Государственные и политические структуры разного ранга всё чаще обращаются к так называемым «фабрикам мысли» (think tanks) с целью принятия оптимальных политических решений и поиска долгосрочных ориентиров действий на основе научно обоснованных рекомендаций от экспертов. Сегодня даже правительства полагаются не столько на экономические прогнозы собственной администрации, сколько на рекомендации think tanks. В этом плане мозговые центры являются поставщиками идей для государства, политических структур и общественности.

Think tanks («мозговые центры», «мозговые тресты», «фабрики мысли») — это финансируемые из частных источников или государственными учреждениями, ориентированные на практику экспертно-аналитические институты и центры, основными задачами которых являются исследования, научно обоснованные комментарии, рекомендации и прогнозы по тому или иному кругу общественно-политических значимых тем и проектов.

Наиболее мощные «мозговые центры» находятся в индустриально развитых странах. Не в последнюю очередь благодаря им, развитие этих стран осуществляется по оптимальным траекториям. Сегодня в мире насчитывается около 7000 «мозговых центров» более чем в 180 странах. Наибольшее количество этих центров находится в США, Западной Европе, Индии, Китае, России, Японии.

Исходя из факта, что «мозговые центры» непосредственно оказывают влияние на процессы в обществе и политические структуры государства, Джеймс Макганн, ведущий специалист в области экспертно-аналитических центров, причисляет их к «пятой власти» — после законодательной, исполнительной, судебной властей и СМИ — способной оказать влияние на принятие политических решений.

А почему бы и нет? Если взять вторую половину ХХ века и век нынешний, то за многими значимыми политическими решениями, от глобальных до локальных, стоят «мозговые центры». Достаточно обратиться к современной политической литературе в США: в ней можно чуть ли не пошагово проследить, как готовились решения той или иной американской администрации и какую роль в этом играли «мозговые центры», каковы были последствия в политике, экономике, на международной арене.

Одна голова — хорошо, а несколько — всё равно лучше

Термин think tank впервые встречается на рубеже XIX—XX веков как британский жаргон для обозначения слова «мозг». В годы Второй мировой войны он вошёл в военный жаргон США и обозначал «защищённые помещения для размышлений» (отсюда и слово tank), в котором генералы и гражданские эксперты, герметично защищённые от вражеских шпионов, могли спокойно обсуждать варианты военных действий и принимать соответствующие решения.

Позже содержание этого термина полностью трансформировалось. И дело не в том, что сегодня никто не сидит в закрытых помещениях. В отличие от времён Второй мировой войны современные аналитические центры не принимают решения. В них вырабатываются, анализируются и оцениваются возможные решения и их последствия. Это аналитические центры, а не центры принятия решений.

Лишь к концу 1950-х годов данный термин стал применяться в качестве понятия, обозначающего исследовательские институты или группы экспертов с междисциплинарной структурой, которые предоставляют советы и идеи для решения общественно-значимых (политических, экономических и др.) проблем.

До появления «мозговых центров» в современном виде тоже существовали ведомственные советы, политические и экономические консультанты, информационно-аналитические центры при правительствах, министерствах и т. д. Даваемые ими консультации представлялись в виде закрытых отчётов (они и сегодня существуют в виде ДСП — «для служебного пользования»).

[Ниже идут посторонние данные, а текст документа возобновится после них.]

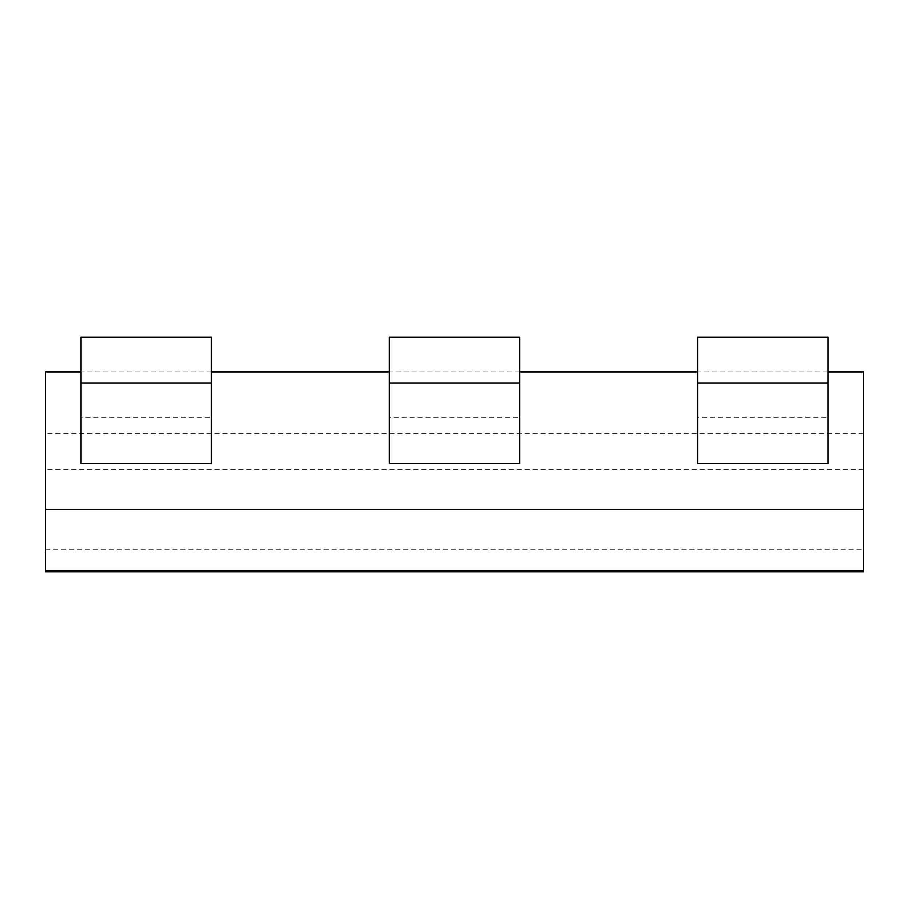 <?xml version="1.0" encoding="UTF-8"?>
<svg xmlns="http://www.w3.org/2000/svg" width="909" height="909" viewBox="0 0 909 909"><rect width="100%" height="100%" fill="white"/><g stroke="black" fill="none" stroke-linecap="round" stroke-linejoin="round"><path stroke-width="0.68" stroke-dasharray="4.54 3.41" d="M863.55 371.963L863.55 571.784M863.55 433.343L45.45 433.343L45.45 571.784M45.45 433.343L45.45 371.963M827.985 371.963L697.555 371.963M519.709 371.963L389.291 371.963M211.445 371.963L81.015 371.963M519.709 463.59L519.709 337.216L389.291 337.216L389.291 417.776L519.709 417.776M389.291 463.59L389.291 417.776M211.445 463.59L211.445 337.216L81.015 337.216L81.015 417.776L211.445 417.776M81.015 463.59L81.015 417.776M827.985 463.59L827.985 337.216L697.555 337.216L697.555 417.776L827.985 417.776M697.555 463.59L697.555 417.776M863.55 469.646L45.45 469.646M45.45 549.809L863.55 549.809"/><path stroke-width="1.36" d="M81.015 371.963L45.45 371.963L45.45 571.784L863.55 571.784L863.55 371.963L827.985 371.963M697.555 371.963L519.709 371.963M389.291 371.963L211.445 371.963M519.709 463.59L389.291 463.59L389.291 383.03L519.709 383.03L519.709 337.216L389.291 337.216L389.291 383.03L519.709 383.03L519.709 463.59M211.445 463.59L81.015 463.59L81.015 383.03L211.445 383.03L211.445 337.216L81.015 337.216L81.015 383.03L211.445 383.03L211.445 463.59M45.45 509.392L863.55 509.392M827.985 463.59L697.555 463.59L697.555 383.03L827.985 383.03L827.985 337.216L697.555 337.216L697.555 383.03L827.985 383.03L827.985 463.59M45.45 570.772L863.55 570.772"/></g></svg>

Для служебного пользования — информация для чиновников. А почему её не может знать народ?

Однако аналитические центры при правительствах имели существенный недостаток: заведомая лояльность по отношению к действиям правительства, низкий уровень критического осмысления текущей политики, а в силу этого — ограниченный набор рекомендаций (в них принципиально не могли содержаться рекомендации по кардинальному изменению данной политики).

Низкий КПД таких рекомендаций рано или поздно во всех странах приводил к необходимости создания независимых, с мощным интеллектуальным потенциалом, способных к критической оценке любых решений и любой политики центров. Точная диагностика стала ценной и востребованной, невзирая на лица. Это как в медицине: если нет точного и правильного диагноза (каким бы он ни был), не будет правильного лечения, а значит, и выздоровления.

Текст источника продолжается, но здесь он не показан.